Content starts

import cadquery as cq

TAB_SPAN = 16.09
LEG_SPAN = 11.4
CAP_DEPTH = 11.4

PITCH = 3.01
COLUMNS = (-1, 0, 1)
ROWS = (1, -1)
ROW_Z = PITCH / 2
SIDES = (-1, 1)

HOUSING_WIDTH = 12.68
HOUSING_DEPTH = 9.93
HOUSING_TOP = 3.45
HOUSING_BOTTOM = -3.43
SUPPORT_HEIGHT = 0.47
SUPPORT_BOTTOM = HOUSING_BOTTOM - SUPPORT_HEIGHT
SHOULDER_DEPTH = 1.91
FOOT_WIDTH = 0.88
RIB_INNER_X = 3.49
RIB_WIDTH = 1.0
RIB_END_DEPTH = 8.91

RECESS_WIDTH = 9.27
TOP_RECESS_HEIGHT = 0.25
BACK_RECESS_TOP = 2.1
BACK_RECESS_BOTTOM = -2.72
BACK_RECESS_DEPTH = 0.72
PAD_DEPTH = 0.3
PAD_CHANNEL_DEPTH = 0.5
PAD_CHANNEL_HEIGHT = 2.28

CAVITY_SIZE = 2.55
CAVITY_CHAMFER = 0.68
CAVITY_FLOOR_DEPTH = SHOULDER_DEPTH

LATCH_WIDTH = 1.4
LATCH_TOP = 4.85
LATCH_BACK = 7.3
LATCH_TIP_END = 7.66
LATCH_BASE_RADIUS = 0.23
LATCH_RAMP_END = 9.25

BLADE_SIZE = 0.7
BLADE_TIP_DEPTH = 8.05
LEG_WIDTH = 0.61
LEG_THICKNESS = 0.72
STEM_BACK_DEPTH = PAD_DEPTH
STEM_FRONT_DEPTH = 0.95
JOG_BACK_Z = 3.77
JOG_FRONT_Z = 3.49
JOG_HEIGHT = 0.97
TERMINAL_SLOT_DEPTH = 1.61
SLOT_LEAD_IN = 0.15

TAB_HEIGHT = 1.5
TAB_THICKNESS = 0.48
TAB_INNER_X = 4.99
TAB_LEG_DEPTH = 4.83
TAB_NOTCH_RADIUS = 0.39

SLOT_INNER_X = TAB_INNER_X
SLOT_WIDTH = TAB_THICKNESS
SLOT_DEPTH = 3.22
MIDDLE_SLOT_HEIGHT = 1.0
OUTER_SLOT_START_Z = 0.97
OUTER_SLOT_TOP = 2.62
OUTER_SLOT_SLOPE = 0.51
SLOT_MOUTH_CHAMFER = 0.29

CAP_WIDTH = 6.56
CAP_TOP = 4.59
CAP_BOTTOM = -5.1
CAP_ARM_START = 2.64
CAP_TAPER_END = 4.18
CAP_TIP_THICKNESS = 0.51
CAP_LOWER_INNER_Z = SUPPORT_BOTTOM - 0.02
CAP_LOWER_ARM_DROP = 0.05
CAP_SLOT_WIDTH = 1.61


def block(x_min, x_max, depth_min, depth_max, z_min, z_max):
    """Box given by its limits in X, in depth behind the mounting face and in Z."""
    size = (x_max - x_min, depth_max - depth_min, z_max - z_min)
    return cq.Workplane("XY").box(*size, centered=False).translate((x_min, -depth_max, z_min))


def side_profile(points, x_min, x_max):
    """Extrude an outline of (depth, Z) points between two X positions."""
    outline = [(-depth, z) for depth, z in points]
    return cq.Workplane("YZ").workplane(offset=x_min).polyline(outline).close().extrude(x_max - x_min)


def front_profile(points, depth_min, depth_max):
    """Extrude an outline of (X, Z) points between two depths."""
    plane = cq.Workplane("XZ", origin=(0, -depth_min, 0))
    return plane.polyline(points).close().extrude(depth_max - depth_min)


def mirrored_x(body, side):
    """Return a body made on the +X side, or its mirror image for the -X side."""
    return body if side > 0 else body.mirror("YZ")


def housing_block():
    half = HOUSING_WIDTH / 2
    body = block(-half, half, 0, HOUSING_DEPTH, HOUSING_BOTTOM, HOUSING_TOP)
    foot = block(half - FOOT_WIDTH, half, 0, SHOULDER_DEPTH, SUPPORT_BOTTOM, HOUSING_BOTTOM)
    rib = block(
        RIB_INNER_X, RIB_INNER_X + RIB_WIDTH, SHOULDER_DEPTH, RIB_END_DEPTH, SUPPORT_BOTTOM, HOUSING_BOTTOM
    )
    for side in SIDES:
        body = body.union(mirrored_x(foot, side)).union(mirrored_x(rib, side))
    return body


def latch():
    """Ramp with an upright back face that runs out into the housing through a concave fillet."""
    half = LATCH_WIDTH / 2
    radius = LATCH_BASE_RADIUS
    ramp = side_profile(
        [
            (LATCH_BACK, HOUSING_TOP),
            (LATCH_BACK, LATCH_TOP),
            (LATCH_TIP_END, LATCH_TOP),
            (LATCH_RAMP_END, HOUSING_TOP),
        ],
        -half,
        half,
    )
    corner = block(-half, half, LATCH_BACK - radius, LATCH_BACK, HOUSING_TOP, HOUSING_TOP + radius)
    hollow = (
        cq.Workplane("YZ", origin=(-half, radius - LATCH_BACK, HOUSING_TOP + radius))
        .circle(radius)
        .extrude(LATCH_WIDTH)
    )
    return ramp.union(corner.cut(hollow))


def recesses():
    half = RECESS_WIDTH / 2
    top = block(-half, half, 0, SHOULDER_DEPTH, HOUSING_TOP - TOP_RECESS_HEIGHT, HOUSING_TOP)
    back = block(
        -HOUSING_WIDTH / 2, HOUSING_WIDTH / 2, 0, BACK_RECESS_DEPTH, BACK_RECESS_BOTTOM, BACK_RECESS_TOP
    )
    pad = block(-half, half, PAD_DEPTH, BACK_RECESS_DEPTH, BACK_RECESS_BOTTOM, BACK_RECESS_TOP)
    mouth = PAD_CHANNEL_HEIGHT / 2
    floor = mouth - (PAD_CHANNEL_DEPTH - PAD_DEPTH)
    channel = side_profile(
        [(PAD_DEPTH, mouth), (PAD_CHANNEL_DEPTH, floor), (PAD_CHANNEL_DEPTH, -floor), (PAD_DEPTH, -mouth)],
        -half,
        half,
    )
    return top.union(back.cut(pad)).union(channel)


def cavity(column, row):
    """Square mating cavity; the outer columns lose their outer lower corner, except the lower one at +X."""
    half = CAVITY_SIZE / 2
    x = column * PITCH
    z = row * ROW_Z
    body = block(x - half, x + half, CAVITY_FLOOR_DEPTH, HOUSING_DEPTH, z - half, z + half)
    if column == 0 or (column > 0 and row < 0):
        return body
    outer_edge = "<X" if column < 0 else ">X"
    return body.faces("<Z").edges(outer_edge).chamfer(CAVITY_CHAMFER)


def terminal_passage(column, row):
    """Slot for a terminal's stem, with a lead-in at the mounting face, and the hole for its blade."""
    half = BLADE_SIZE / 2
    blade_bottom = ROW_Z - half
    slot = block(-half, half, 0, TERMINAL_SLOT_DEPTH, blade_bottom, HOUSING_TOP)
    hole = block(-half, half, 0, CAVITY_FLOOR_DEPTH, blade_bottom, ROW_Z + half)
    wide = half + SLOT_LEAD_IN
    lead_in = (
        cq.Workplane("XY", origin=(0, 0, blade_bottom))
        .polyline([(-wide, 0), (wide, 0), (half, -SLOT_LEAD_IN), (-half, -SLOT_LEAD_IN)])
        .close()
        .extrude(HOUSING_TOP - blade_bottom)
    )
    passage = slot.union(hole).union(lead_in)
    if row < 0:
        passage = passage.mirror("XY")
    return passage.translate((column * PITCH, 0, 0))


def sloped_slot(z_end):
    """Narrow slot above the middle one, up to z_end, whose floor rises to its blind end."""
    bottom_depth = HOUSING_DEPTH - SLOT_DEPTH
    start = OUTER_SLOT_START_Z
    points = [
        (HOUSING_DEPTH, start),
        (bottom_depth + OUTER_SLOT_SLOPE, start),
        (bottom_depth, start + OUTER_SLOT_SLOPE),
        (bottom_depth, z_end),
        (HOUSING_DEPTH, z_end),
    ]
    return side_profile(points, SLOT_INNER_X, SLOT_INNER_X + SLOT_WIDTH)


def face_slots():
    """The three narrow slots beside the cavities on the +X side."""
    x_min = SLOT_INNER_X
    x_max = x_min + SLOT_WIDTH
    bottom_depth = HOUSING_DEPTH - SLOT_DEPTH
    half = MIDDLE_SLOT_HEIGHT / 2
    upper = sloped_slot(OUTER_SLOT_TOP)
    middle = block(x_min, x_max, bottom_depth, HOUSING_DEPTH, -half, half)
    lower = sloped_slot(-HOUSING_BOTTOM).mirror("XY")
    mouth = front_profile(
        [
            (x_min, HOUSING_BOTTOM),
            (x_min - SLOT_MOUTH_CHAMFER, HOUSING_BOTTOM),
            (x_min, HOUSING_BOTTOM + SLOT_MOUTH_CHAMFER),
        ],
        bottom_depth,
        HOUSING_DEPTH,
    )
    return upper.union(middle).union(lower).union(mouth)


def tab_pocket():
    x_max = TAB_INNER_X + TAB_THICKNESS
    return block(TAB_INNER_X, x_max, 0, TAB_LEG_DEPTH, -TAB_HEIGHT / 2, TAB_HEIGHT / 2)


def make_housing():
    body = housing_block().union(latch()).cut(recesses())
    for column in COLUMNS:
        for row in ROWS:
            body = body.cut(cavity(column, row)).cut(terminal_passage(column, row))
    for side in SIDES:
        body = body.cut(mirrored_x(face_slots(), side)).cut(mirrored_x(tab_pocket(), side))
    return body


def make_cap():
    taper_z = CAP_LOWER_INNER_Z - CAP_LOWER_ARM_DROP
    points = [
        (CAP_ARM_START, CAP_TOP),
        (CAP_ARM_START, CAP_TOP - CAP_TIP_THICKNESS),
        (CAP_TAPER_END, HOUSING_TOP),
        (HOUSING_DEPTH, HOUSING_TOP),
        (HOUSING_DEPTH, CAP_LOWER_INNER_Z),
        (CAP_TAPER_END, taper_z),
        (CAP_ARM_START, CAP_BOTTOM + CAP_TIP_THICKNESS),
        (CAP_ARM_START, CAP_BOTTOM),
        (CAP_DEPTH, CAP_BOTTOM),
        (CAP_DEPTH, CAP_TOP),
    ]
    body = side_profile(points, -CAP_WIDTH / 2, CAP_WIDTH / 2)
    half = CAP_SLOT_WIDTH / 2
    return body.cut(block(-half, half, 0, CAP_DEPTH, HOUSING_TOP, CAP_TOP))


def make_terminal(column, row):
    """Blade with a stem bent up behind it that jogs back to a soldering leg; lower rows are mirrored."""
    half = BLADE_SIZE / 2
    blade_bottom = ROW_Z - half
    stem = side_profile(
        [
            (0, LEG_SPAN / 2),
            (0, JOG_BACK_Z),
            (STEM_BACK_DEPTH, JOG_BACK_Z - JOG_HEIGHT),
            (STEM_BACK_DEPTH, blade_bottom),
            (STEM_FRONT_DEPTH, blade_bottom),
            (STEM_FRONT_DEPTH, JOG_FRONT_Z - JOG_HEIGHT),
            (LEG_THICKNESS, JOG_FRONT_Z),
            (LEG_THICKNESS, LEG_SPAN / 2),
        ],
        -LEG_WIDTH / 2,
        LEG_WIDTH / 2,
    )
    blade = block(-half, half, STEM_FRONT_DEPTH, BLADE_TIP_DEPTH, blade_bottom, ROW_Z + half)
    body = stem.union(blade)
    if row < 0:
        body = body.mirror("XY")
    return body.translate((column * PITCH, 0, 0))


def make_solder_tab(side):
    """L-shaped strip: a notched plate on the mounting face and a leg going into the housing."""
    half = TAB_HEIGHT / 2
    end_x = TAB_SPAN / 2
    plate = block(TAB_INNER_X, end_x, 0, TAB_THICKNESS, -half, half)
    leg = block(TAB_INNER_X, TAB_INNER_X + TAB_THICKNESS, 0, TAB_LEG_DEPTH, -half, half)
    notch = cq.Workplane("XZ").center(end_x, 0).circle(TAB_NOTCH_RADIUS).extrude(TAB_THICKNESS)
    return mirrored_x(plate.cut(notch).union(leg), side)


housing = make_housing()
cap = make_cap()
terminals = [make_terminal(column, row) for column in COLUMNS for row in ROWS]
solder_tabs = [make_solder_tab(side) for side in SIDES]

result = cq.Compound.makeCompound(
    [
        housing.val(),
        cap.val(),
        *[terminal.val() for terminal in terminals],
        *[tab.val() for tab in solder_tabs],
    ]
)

Content ends

| Aim of the exercise |
Every line in the data above that contains the word "mounting" counts; report how many there are and nothing more.

| Exercise response |
3